Modelling Convection-Diffusion Phenomena by Direct and Indirect Meshless Methods
Abstract
Time-dependent convection-diffusion problems, prevalent in science and engineering, present significant analytical challenges. The limitations of traditional mesh-based numerical methods necessitate alternative approaches. Meshless methods emerge as a pivotal solution, offering precision where conventional techniques falter. This research centers on applying meshless methods to such problems, emphasizing their critical role in accurately modelling complex phenomena across various applications. Methodologically, the research compares two specific meshless methods: the Direct method and the Indirect method.
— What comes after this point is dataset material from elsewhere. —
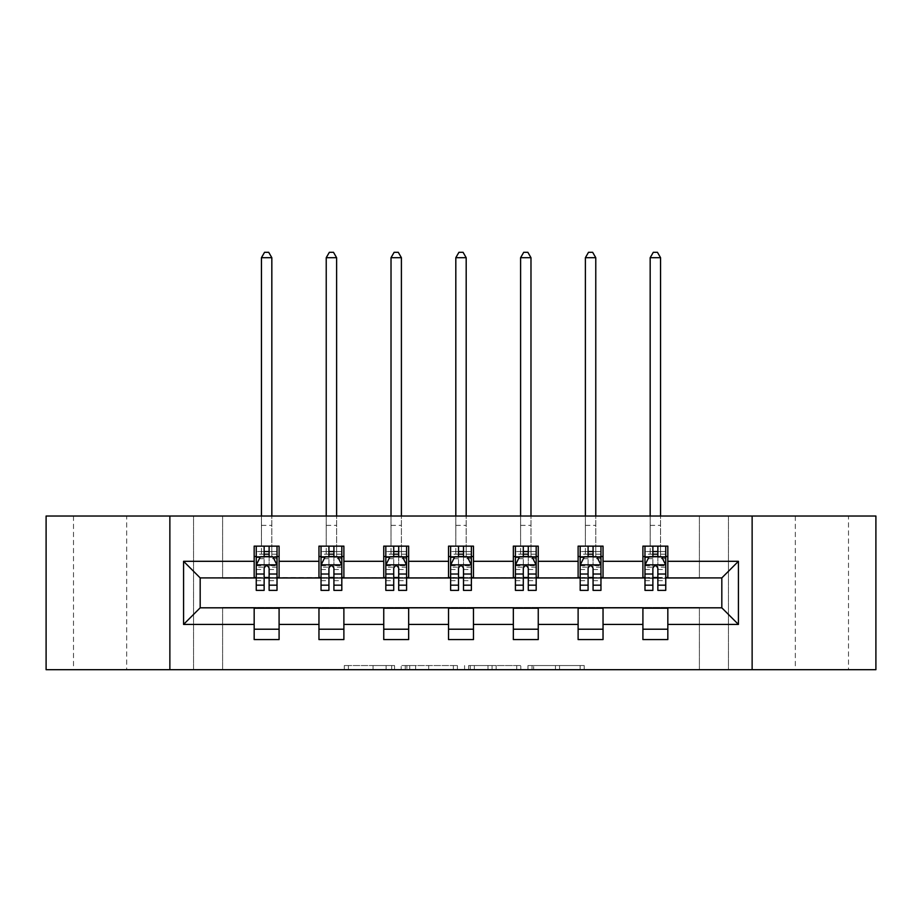 <?xml version="1.0" encoding="UTF-8"?>
<svg xmlns="http://www.w3.org/2000/svg" width="922" height="922" viewBox="0 0 922 922"><rect width="100%" height="100%" fill="white"/><g stroke="black" fill="none" stroke-linecap="round" stroke-linejoin="round"><path stroke-width="0.69" stroke-dasharray="4.61 3.46" d="M394.547 669.695L348.389 669.695L394.547 669.695L394.547 665.546L373.053 665.546L373.053 669.695L373.053 665.546L394.547 665.546L394.547 669.695L394.547 665.546L373.053 665.546L373.053 669.695L373.053 665.546L394.547 665.546L348.389 665.546L394.547 665.546M848.494 516.032L795.329 516.032L848.494 516.032L848.494 669.695L795.329 669.695L848.494 669.695M795.329 516.032L795.329 669.695M126.671 516.032L73.506 516.032L126.671 516.032L126.671 669.695L73.506 669.695L126.671 669.695M73.506 516.032L73.506 669.695M580.134 669.695L532.04 669.695L580.134 669.695L580.134 665.546L559.55 665.546L584.214 665.546L584.214 669.695L584.214 665.546L532.04 665.546L584.214 665.546L584.214 669.695L584.214 665.546L580.134 665.546L580.134 669.695M555.47 669.695L533.665 669.695L555.47 669.695L555.47 665.546L559.55 665.546L555.47 665.546L555.47 669.695L555.47 665.546L533.665 665.546L533.665 669.695L533.665 665.546L555.47 665.546L555.47 669.695M527.96 669.695L532.04 669.695L527.96 669.695L527.96 665.546L532.04 665.546L527.96 665.546L527.96 669.695M344.309 669.695L348.389 669.695L344.309 669.695L344.309 665.546L348.389 665.546L344.309 665.546L344.309 669.695M699.395 669.695L728.461 669.695L728.461 516.032L875.9 516.032L875.9 669.695L728.461 669.695L728.461 516.032L699.395 516.032L699.395 578.325L222.605 578.325L222.605 516.032L699.395 516.032L699.395 578.325L222.605 578.325L222.605 516.032L193.539 516.032L193.539 669.695L46.1 669.695L46.1 516.032L193.539 516.032L193.539 669.695L222.605 669.695L222.605 607.402L699.395 607.402L699.395 669.695L222.605 669.695L222.605 607.402L699.395 607.402L699.395 669.695M457.427 669.695L453.359 669.695L457.427 669.695L457.427 665.546L457.427 669.695M405.254 669.695L453.359 669.695L401.174 669.695L405.254 669.695L405.254 665.546L457.427 665.546L401.174 665.546L401.174 669.695L401.174 665.546L405.254 665.546L405.254 669.695M468.641 669.695L520.826 669.695L464.573 669.695L468.641 669.695L468.641 665.546L520.826 665.546L520.826 669.695L520.826 665.546L496.163 665.546L496.163 669.695M254.172 629.207L279.089 629.207L279.089 639.58L254.172 639.58L254.172 607.817L200.178 607.817L200.178 577.91L279.089 577.495L279.089 556.519L254.172 556.519L254.172 546.135L279.089 546.135L279.089 556.519M318.966 629.207L343.883 629.207L343.883 639.58L318.966 639.58L318.966 607.817L254.172 608.232M383.748 629.207L408.665 629.207L408.665 639.58L383.748 639.58L383.748 607.817L318.966 608.232M448.541 629.207L473.459 629.207L473.459 639.58L448.541 639.58L448.541 607.817L383.748 608.232M513.335 629.207L538.252 629.207L538.252 639.58L513.335 639.58L513.335 607.817L448.541 608.232M578.117 629.207L603.034 629.207L603.034 639.58L578.117 639.58L578.117 607.817L513.335 608.232M642.911 629.207L667.828 629.207L667.828 639.58L642.911 639.58L642.911 607.817L578.117 608.232M318.966 546.135L343.883 546.135L343.883 556.519L318.966 556.519L318.966 546.135M383.748 546.135L408.665 546.135L408.665 556.519L383.748 556.519L383.748 546.135M448.541 546.135L473.459 546.135L473.459 556.519L448.541 556.519L448.541 546.135M513.335 546.135L538.252 546.135L538.252 556.519L513.335 556.519L513.335 546.135M578.117 546.135L603.034 546.135L603.034 556.519L578.117 556.519L578.117 546.135M642.911 546.135L667.828 546.135L667.828 556.519L642.911 556.519L642.911 546.135M642.911 608.232L721.822 607.817L721.822 577.91L603.034 577.91L603.034 556.519M603.034 577.495L538.252 577.91L538.252 556.519M538.252 577.495L473.459 577.91L473.459 556.519M473.459 577.495L408.665 577.91L408.665 556.519M408.665 577.495L343.883 577.91L343.883 556.519M343.883 577.495L279.089 577.495M269.12 556.519L264.141 556.519M254.172 577.495L254.172 556.519M256.247 577.495L264.141 577.495M269.12 577.495L277.015 577.495M279.089 629.207L279.089 608.232M343.883 629.207L343.883 608.232M318.966 577.495L318.966 556.519M333.914 556.519L328.935 556.519M321.04 577.495L328.935 577.495M333.914 577.495L341.808 577.495M408.665 629.207L408.665 608.232M383.748 577.495L383.748 556.519M398.707 556.519L393.717 556.519M385.822 577.495L393.717 577.495M398.707 577.495L406.59 577.495M473.459 629.207L473.459 608.232M448.541 577.495L448.541 556.519M463.489 556.519L458.511 556.519M450.616 577.495L458.511 577.495M463.489 577.495L471.384 577.495M538.252 629.207L538.252 608.232M513.335 577.495L513.335 556.519M528.283 556.519L523.293 556.519M515.41 577.495L523.293 577.495M528.283 577.495L536.178 577.495M603.034 629.207L603.034 608.232M578.117 577.495L578.117 556.519M593.065 556.519L588.086 556.519M580.192 577.495L588.086 577.495M593.065 577.495L600.96 577.495M667.828 629.207L667.828 608.232M642.911 577.495L642.911 556.519M667.828 577.495L667.828 556.519M657.859 556.519L652.88 556.519M644.985 577.495L652.88 577.495M657.859 577.495L665.753 577.495M169.867 669.695L169.867 516.032M752.133 516.032L752.133 669.695M409.737 669.695L415.649 669.695L409.737 669.695L409.737 665.546L406.879 665.546L406.879 669.695L406.879 665.546L415.649 665.546L409.737 665.546L409.737 669.695M415.649 669.695L428.695 669.695L415.649 669.695L415.649 665.546L428.695 665.546L428.695 669.695L428.695 665.546L415.649 665.546L415.649 669.695M468.641 665.546L492.083 665.546L492.083 669.695L492.083 665.546L488.003 665.546L492.083 665.546L492.083 669.695L492.083 665.546L496.163 665.546M470.278 665.546L470.278 669.695L470.278 665.546M464.573 665.546L464.573 669.695L464.573 665.546M256.247 556.519L261.445 556.519L261.445 546.135L256.247 546.135L256.247 556.519L256.247 551.54L264.141 551.54L264.141 546.135L277.015 546.135L271.829 546.135L271.829 516.032M256.247 565.036L256.247 584.974L256.247 565.036L260.407 556.727L272.866 556.727L277.015 565.036L277.015 584.974L277.015 565.036M256.247 590.368L256.247 551.54L277.015 551.54L277.015 556.519L277.015 546.135M277.015 590.368L277.015 551.54L269.12 551.54L269.12 546.135M264.141 590.368L264.141 567.134L256.247 567.134M256.247 565.682L264.141 565.682L264.141 584.974L264.141 568.148C265.801 565.002 267.461 565.002 269.12 568.148L269.12 584.974L269.12 565.682L277.015 565.682M256.247 546.135L264.141 546.135M261.445 257.699L271.829 257.699L268.705 252.305L264.556 252.305L261.445 257.699L261.445 546.135L271.829 546.135L271.829 556.519L277.015 556.519M264.141 551.54L264.141 567.134M277.015 567.134L269.12 567.134L269.12 551.54M264.141 565.682L264.141 556.727M269.12 556.727L269.12 565.682M269.12 567.134L269.12 590.368M261.445 516.032L261.445 556.519L271.829 556.519L271.829 257.699M321.04 556.519L326.227 556.519L326.227 546.135L321.04 546.135L321.04 556.519L321.04 551.54L328.935 551.54L328.935 546.135L341.808 546.135L336.611 546.135L336.611 516.032M321.04 565.036L321.04 584.974L321.04 565.036L325.189 556.727L337.648 556.727L341.808 565.036L341.808 584.974L341.808 565.036M321.04 590.368L321.04 551.54L341.808 551.54L341.808 556.519L341.808 546.135M341.808 590.368L341.808 551.54L333.914 551.54L333.914 546.135M328.935 590.368L328.935 567.134L321.04 567.134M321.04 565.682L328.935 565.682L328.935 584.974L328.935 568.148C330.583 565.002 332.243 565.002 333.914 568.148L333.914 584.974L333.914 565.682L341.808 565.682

Both methods are implemented using the multiquadric radial basis function within a global collocation framework. The Direct method is derivative-based, while Indirect adopts an integration-based approach. The comparison is conducted over four different test cases, which are designed to assess the sensitivity of Direct and Indirect to the multiquadric shape parameter and node density, their effectiveness under varying convection forces, and their computational efficiency.The findings of the study are twofold. Firstly, the Direct method exhibits superior accuracy overall, particularly in scenarios with intense convection and in capturing boundary layers characterized by steep flow variable gradients. Secondly, the Indirect method demonstrates notable computational efficiency, requiring approximately half the computational time needed by the Direct method. However, this efficiency comes with a trade-off in accuracy, particularly under conditions of high convection. The research concludes that the choice between the Direct and Indirect methods should be based on the specific demands of the problem, considering factors such as the desired level of accuracy, available computational resources, and the complexity of the scenario. This study offers valuable insights for professionals in fields like environmental science and pollution control, aiding in the selection of the most suitable meshless method for effectively tackling convection-diffusion challenges.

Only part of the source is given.